Issue Cause Resolution
Py4JJavaError: ... java.io.IOException when reading parquet Network access to mmlspark.blob.core.windows.net is blocked Verify your workspace firewall rules allow outbound HTTPS to Azure Blob Storage. Alternatively, download the dataset and upload to your lakehouse.
TuneHyperparameters runs for a long time Large numRuns or numFolds with parallelism=1 Reduce numRuns, reduce numFolds, or increase parallelism to use more cluster cores.

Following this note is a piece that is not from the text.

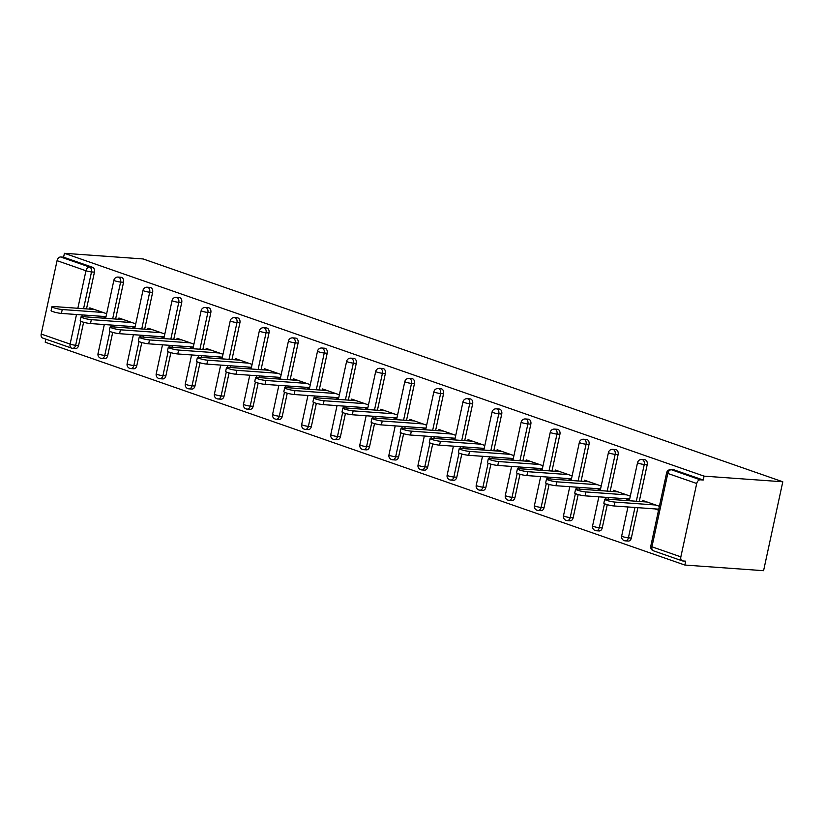 <?xml version="1.0" encoding="UTF-8"?>
<svg xmlns="http://www.w3.org/2000/svg" width="824" height="824" viewBox="0 0 824 824"><rect width="100%" height="100%" fill="white"/><g stroke="black" fill="none" stroke-linecap="round" stroke-linejoin="round"><path stroke-width="1.24" d="M45.866 339.148L45.207 342.218L684.857 565.048L763.58 570.692L782.8 481.783L143.149 258.952L64.427 253.308L704.077 476.138L782.8 481.783M680.851 556.87L696.713 483.503L667.801 473.44L651.939 546.796L680.851 556.87A4.017 2.709 109.2 0 0 682.282 560.856A4.017 2.709 109.2 0 0 682.756 560.948L685.692 561.165L684.857 565.048M670.839 469.628A4.017 4.017 0 0 0 666.637 472.78A4.017 0.536 -167.8 0 0 667.801 473.44A4.017 2.709 109.2 0 1 671.395 469.742A4.017 2.915 -85.9 0 0 670.839 469.628L673.774 469.845A4.017 2.915 94.1 0 1 674.331 469.958L671.395 469.742L700.297 479.815L703.233 480.021L704.077 476.138M674.331 469.958L703.233 480.021M700.297 479.815A4.017 2.709 109.2 0 0 696.713 483.503M77.847 308.279L85.964 270.746L57.062 260.672L41.2 334.039L70.102 344.102L76.508 314.5M659.385 506.286L642.576 500.426L642.308 501.672M654.884 508.892L658.551 510.169M64.427 253.308L63.592 257.191L92.494 267.264A4.017 2.915 94.1 0 1 94.451 272.126L86.499 308.897M85.16 315.118L84.79 316.818M83.615 322.256L78.589 345.493A4.017 2.915 94.1 0 1 75.509 348.521L72.574 348.305A4.017 2.915 -85.9 0 0 75.654 345.277L78.589 345.493M107.686 355.618A4.017 2.915 94.1 0 1 104.597 358.656L101.661 358.44A4.017 2.915 -85.9 0 0 104.751 355.412L107.686 355.618L112.703 332.391M123.549 282.261L120.613 282.055A4.017 2.915 94.1 0 0 118.656 277.194A4.017 2.915 -85.9 0 0 118.1 277.07L121.035 277.286A4.017 2.915 94.1 0 1 121.591 277.4A4.017 2.915 94.1 0 1 123.549 282.261L115.597 319.032M114.248 325.253L113.877 326.953M136.774 365.753A4.017 2.915 94.1 0 1 133.694 368.781L130.758 368.575A4.017 2.915 -85.9 0 0 133.838 365.547L136.774 365.753L141.8 342.526M152.636 292.396L149.7 292.19A4.017 2.915 94.1 0 0 147.743 287.318A4.017 2.915 -85.9 0 0 147.187 287.205L150.123 287.422A4.017 2.915 94.1 0 1 150.679 287.535A4.017 2.915 94.1 0 1 152.636 292.396L144.684 329.167M143.345 335.389L142.974 337.088M165.871 375.888A4.017 2.915 94.1 0 1 162.781 378.916L159.846 378.71A4.017 2.915 -85.9 0 0 162.925 375.682L165.871 375.888L170.887 352.662M181.723 302.532L178.787 302.326A4.017 2.915 94.1 0 0 176.83 297.454A4.017 2.915 -85.9 0 0 176.285 297.34L179.22 297.557A4.017 2.915 94.1 0 1 179.776 297.67A4.017 2.915 94.1 0 1 181.723 302.532L173.782 339.303M172.432 345.524L172.062 347.223M194.958 386.023A4.017 2.915 94.1 0 1 191.879 389.052L188.943 388.846A4.017 2.915 -85.9 0 0 192.023 385.817L194.958 386.023L199.985 362.797M210.82 312.667L207.885 312.451A4.017 2.915 94.1 0 0 205.928 307.589A4.017 2.915 -85.9 0 0 205.372 307.476L208.307 307.692A4.017 2.915 94.1 0 1 208.863 307.805A4.017 2.915 94.1 0 1 210.82 312.667L202.869 349.438M201.52 355.659L201.159 357.358M224.046 396.159A4.017 2.915 94.1 0 1 220.966 399.187L218.03 398.981A4.017 2.915 -85.9 0 0 221.11 395.953L224.046 396.159L229.072 372.932M239.908 322.802L236.972 322.586A4.017 2.915 94.1 0 0 235.015 317.724A4.017 2.915 -85.9 0 0 234.469 317.611L237.405 317.827A4.017 2.915 94.1 0 1 237.951 317.94A4.017 2.915 94.1 0 1 239.908 322.802L231.966 359.573M230.617 365.794L230.246 367.494M253.143 406.294A4.017 2.915 94.1 0 1 250.053 409.322L247.118 409.116A4.017 2.915 -85.9 0 0 250.208 406.088L253.143 406.294L258.159 383.067M269.005 332.937L266.07 332.721A4.017 2.915 94.1 0 0 264.113 327.859A4.017 2.915 -85.9 0 0 263.556 327.746L266.492 327.952A4.017 2.915 94.1 0 1 267.048 328.076A4.017 2.915 94.1 0 1 269.005 332.937L261.053 369.708M259.704 375.929L259.344 377.629M282.23 416.429A4.017 2.915 94.1 0 1 279.151 419.457L276.215 419.251A4.017 2.915 -85.9 0 0 279.295 416.223L282.23 416.429L287.257 393.202M298.092 343.072L295.157 342.856A4.017 2.915 94.1 0 0 293.2 337.994A4.017 2.915 -85.9 0 0 292.644 337.881L295.589 338.087A4.017 2.915 94.1 0 1 296.135 338.211A4.017 2.915 94.1 0 1 298.092 343.072L290.141 379.833M288.802 386.065L288.431 387.764M311.328 426.564A4.017 2.915 94.1 0 1 308.238 429.592L305.302 429.386A4.017 2.915 -85.9 0 0 308.392 426.358L311.328 426.564L316.344 403.338M327.19 353.208L324.254 352.991A4.017 2.915 94.1 0 0 322.297 348.13A4.017 2.915 -85.9 0 0 321.741 348.016L324.677 348.222A4.017 2.915 94.1 0 1 325.233 348.346A4.017 2.915 94.1 0 1 327.19 353.208L319.238 389.968M317.889 396.2L317.528 397.899M340.415 436.699A4.017 2.915 94.1 0 1 337.335 439.728L334.4 439.522A4.017 2.915 -85.9 0 0 337.479 436.493L340.415 436.699L345.441 413.473M356.277 363.343L353.341 363.127A4.017 2.915 94.1 0 0 351.385 358.265A4.017 2.915 -85.9 0 0 350.828 358.152L353.764 358.358A4.017 2.915 94.1 0 1 354.32 358.471A4.017 2.915 94.1 0 1 356.277 363.343L348.325 400.103M346.986 406.335L346.616 408.034M369.512 446.835A4.017 2.915 94.1 0 1 366.423 449.863L363.487 449.657A4.017 2.915 -85.9 0 0 366.577 446.618L369.512 446.835L374.529 423.608M385.375 373.468L382.439 373.262A4.017 2.915 94.1 0 0 380.482 368.4A4.017 2.915 -85.9 0 0 379.926 368.287L382.861 368.493A4.017 2.915 94.1 0 1 383.418 368.606A4.017 2.915 94.1 0 1 385.375 373.468L377.423 410.239M376.074 416.47L375.703 418.17M398.6 456.97A4.017 2.915 94.1 0 1 395.52 459.998L392.584 459.782A4.017 2.915 -85.9 0 0 395.664 456.753L398.6 456.97L403.626 433.743M414.462 383.603L411.526 383.397A4.017 2.915 94.1 0 0 409.569 378.535A4.017 2.915 -85.9 0 0 409.013 378.422L411.949 378.628A4.017 2.915 94.1 0 1 412.505 378.741A4.017 2.915 94.1 0 1 414.462 383.603L406.51 420.374M405.171 426.605L404.8 428.305M427.697 467.105A4.017 2.915 94.1 0 1 424.607 470.133L421.672 469.917A4.017 2.915 -85.9 0 0 424.762 466.889L427.697 467.105L432.713 443.878M443.549 393.738L440.613 393.532A4.017 2.915 94.1 0 0 438.656 388.671A4.017 2.915 -85.9 0 0 438.111 388.557L441.046 388.763A4.017 2.915 94.1 0 1 441.602 388.877A4.017 2.915 94.1 0 1 443.549 393.738L435.608 430.509M434.258 436.741L433.887 438.44M456.784 477.24A4.017 2.915 94.1 0 1 453.705 480.268L450.769 480.052A4.017 2.915 -85.9 0 0 453.849 477.024L456.784 477.24L461.811 454.014M472.646 403.873L469.711 403.667A4.017 2.915 94.1 0 0 467.754 398.806A4.017 2.915 -85.9 0 0 467.198 398.692L470.133 398.898A4.017 2.915 94.1 0 1 470.689 399.012A4.017 2.915 94.1 0 1 472.646 403.873L464.695 440.644M463.346 446.876L462.985 448.575M485.872 487.375A4.017 2.915 94.1 0 1 482.792 490.404L479.856 490.187A4.017 2.915 -85.9 0 0 482.936 487.159L485.872 487.375L490.898 464.149M501.734 414.009L498.798 413.803A4.017 2.915 94.1 0 0 496.841 408.941A4.017 2.915 -85.9 0 0 496.295 408.828L499.231 409.034A4.017 2.915 94.1 0 1 499.777 409.147A4.017 2.915 94.1 0 1 501.734 414.009L493.792 450.779M492.443 457.001L492.072 458.711M514.969 497.511A4.017 2.915 94.1 0 1 511.879 500.539L508.944 500.322A4.017 2.915 -85.9 0 0 512.034 497.294L514.969 497.511L519.985 474.274M530.831 424.144L527.896 423.938A4.017 2.915 94.1 0 0 525.939 419.076A4.017 2.915 -85.9 0 0 525.382 418.952L528.318 419.169A4.017 2.915 94.1 0 1 528.874 419.282A4.017 2.915 94.1 0 1 530.831 424.144L522.88 460.915M521.53 467.136L521.17 468.846M544.056 507.646A4.017 2.915 94.1 0 1 540.977 510.674L538.041 510.458A4.017 2.915 -85.9 0 0 541.121 507.429L544.056 507.646L549.083 484.409M559.918 434.279L556.983 434.073A4.017 2.915 94.1 0 0 555.026 429.211A4.017 2.915 -85.9 0 0 554.47 429.088L557.415 429.304A4.017 2.915 94.1 0 1 557.961 429.417A4.017 2.915 94.1 0 1 559.918 434.279L551.967 471.05M550.628 477.271L550.257 478.971M573.154 517.771A4.017 2.915 94.1 0 1 570.064 520.809L567.128 520.593A4.017 2.915 -85.9 0 0 570.218 517.565L573.154 517.771L578.17 494.544M589.016 444.414L586.08 444.208A4.017 2.915 94.1 0 0 584.123 439.347A4.017 2.915 -85.9 0 0 583.567 439.223L586.503 439.439A4.017 2.915 94.1 0 1 587.059 439.553A4.017 2.915 94.1 0 1 589.016 444.414L581.064 481.185M579.715 487.406L579.354 489.106M602.241 527.906A4.017 2.915 94.1 0 1 599.161 530.934L596.226 530.728A4.017 2.915 -85.9 0 0 599.306 527.7L602.241 527.906L607.267 504.679M618.103 454.549L615.168 454.343A4.017 2.915 94.1 0 0 613.211 449.471A4.017 2.915 -85.9 0 0 612.654 449.358L615.59 449.574A4.017 2.915 94.1 0 1 616.146 449.688A4.017 2.915 94.1 0 1 618.103 454.549L610.151 491.32M608.812 497.542L608.442 499.241M631.339 538.041A4.017 2.915 94.1 0 1 628.249 541.069L625.313 540.863A4.017 2.915 -85.9 0 0 628.403 537.835L631.339 538.041L637.9 507.677M647.201 464.685L644.265 464.468A4.017 2.915 94.1 0 0 642.308 459.607A4.017 2.915 -85.9 0 0 641.752 459.493L644.687 459.71A4.017 2.915 94.1 0 1 645.244 459.823A4.017 2.915 94.1 0 1 647.201 464.685L639.249 501.456M630.298 496.151L613.489 490.29L613.221 491.537M625.787 498.757L629.454 500.034M601.211 486.016L584.391 480.155L584.123 481.401M596.7 488.622L600.366 489.899M572.114 475.881L555.304 470.02L555.036 471.266M567.612 478.497L571.269 479.764M543.026 465.745L526.206 459.885L525.939 461.131M538.515 468.362L542.182 469.639M513.929 455.61L497.119 449.75L496.851 450.996M509.428 458.226L513.095 459.504M484.842 445.475L468.022 439.625L467.754 440.861M480.33 448.091L483.997 449.368M455.744 435.34L438.935 429.489L438.667 430.725M451.243 437.956L454.91 439.233M426.657 425.205L409.847 419.354L409.569 420.601M422.146 427.821L425.812 429.098M397.559 415.069L380.75 409.219L380.482 410.465M393.058 417.686L396.725 418.963M368.472 404.934L351.663 399.084L351.385 400.33M363.961 407.55L367.628 408.828M339.375 394.799L322.565 388.949L322.297 390.195M334.874 397.415L338.54 398.692M310.288 384.674L293.478 378.813L293.21 380.06M305.786 387.28L309.443 388.557M281.2 374.539L264.38 368.678L264.113 369.924M276.689 377.145L280.356 378.422M252.103 364.404L235.293 358.543L235.025 359.789M247.602 367.01L251.268 368.287M223.016 354.269L206.196 348.408L205.928 349.654M218.504 356.874L222.171 358.152M193.918 344.133L177.108 338.273L176.841 339.519M189.417 346.739L193.084 348.016M164.831 333.998L148.021 328.137L147.743 329.384M160.32 336.604L163.986 337.881M135.733 323.863L118.924 318.002L118.656 319.248M131.232 326.469L134.899 327.746M106.646 313.728L89.837 307.867L89.559 309.113M102.135 316.344L105.802 317.611M63.592 257.191L60.657 256.985L89.559 267.058L92.494 267.264M57.062 260.672A4.017 2.709 -70.8 0 1 60.657 256.985M80.845 321.298L75.654 345.277A4.017 0.536 12.2 0 1 70.102 344.102A4.017 2.709 -70.8 0 0 71.534 348.089A4.017 4.017 0 0 0 72.574 348.305A4.017 2.915 -85.9 0 1 72.018 348.192A4.017 2.709 -70.8 0 1 71.534 348.089L42.632 338.025A4.017 2.709 -70.8 0 1 41.2 334.039M647.149 502.022L606.413 499.097A6.149 0.814 12.2 0 0 604.682 499.293A6.149 0.814 12.2 0 0 608.339 500.858A6.149 0.814 12.2 0 0 614.982 502.084L655.729 505.009M614.982 502.084L614.148 505.977A6.149 0.814 -167.8 0 1 607.494 504.741A6.149 0.814 -167.8 0 1 603.837 503.176L604.682 499.293M614.148 505.977L658.767 509.17M618.051 491.887L577.315 488.962A6.149 0.814 12.2 0 0 575.595 489.157A6.149 0.814 12.2 0 0 579.241 490.723A6.149 0.814 12.2 0 0 585.895 491.949L626.631 494.874M585.895 491.949L585.05 495.842A6.149 0.814 -167.8 0 1 578.407 494.616A6.149 0.814 -167.8 0 1 574.75 493.051L575.595 489.157M585.05 495.842L629.67 499.035M588.964 481.752L548.228 478.826A6.149 0.814 12.2 0 0 546.497 479.022A6.149 0.814 12.2 0 0 550.154 480.588A6.149 0.814 12.2 0 0 556.808 481.813L597.544 484.739M556.808 481.813L555.963 485.707A6.149 0.814 -167.8 0 1 549.309 484.481A6.149 0.814 -167.8 0 1 545.663 482.916L546.497 479.022M555.963 485.707L600.583 488.9M559.867 471.616L519.13 468.691A6.149 0.814 12.2 0 0 517.41 468.887A6.149 0.814 12.2 0 0 521.067 470.452A6.149 0.814 12.2 0 0 527.71 471.688L568.447 474.603M527.71 471.688L526.866 475.572A6.149 0.814 -167.8 0 1 520.222 474.346A6.149 0.814 -167.8 0 1 516.566 472.78L517.41 468.887M526.866 475.572L571.485 478.775M530.78 461.481L490.043 458.556A6.149 0.814 12.2 0 0 488.313 458.752A6.149 0.814 12.2 0 0 491.969 460.317A6.149 0.814 12.2 0 0 498.623 461.553L539.36 464.468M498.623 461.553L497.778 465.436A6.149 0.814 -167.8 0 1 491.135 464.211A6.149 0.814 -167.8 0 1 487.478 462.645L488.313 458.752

Low accuracy (< 0.80) Random seed or data split produced an unfavorable configuration Try a different seed value, increase numRuns for broader search, or add more hyperparameter ranges.
IllegalArgumentException: Column Label does not exist Dataset schema mismatch or wrong labelCol value Verify column names with data.printSchema(). The label column must match the labelCol parameter in TrainClassifier.
OutOfMemoryError during training Dataset cached in memory exceeds available Spark driver/executor memory Remove .cache() or increase the Spark cluster capacity in your Fabric workspace settings.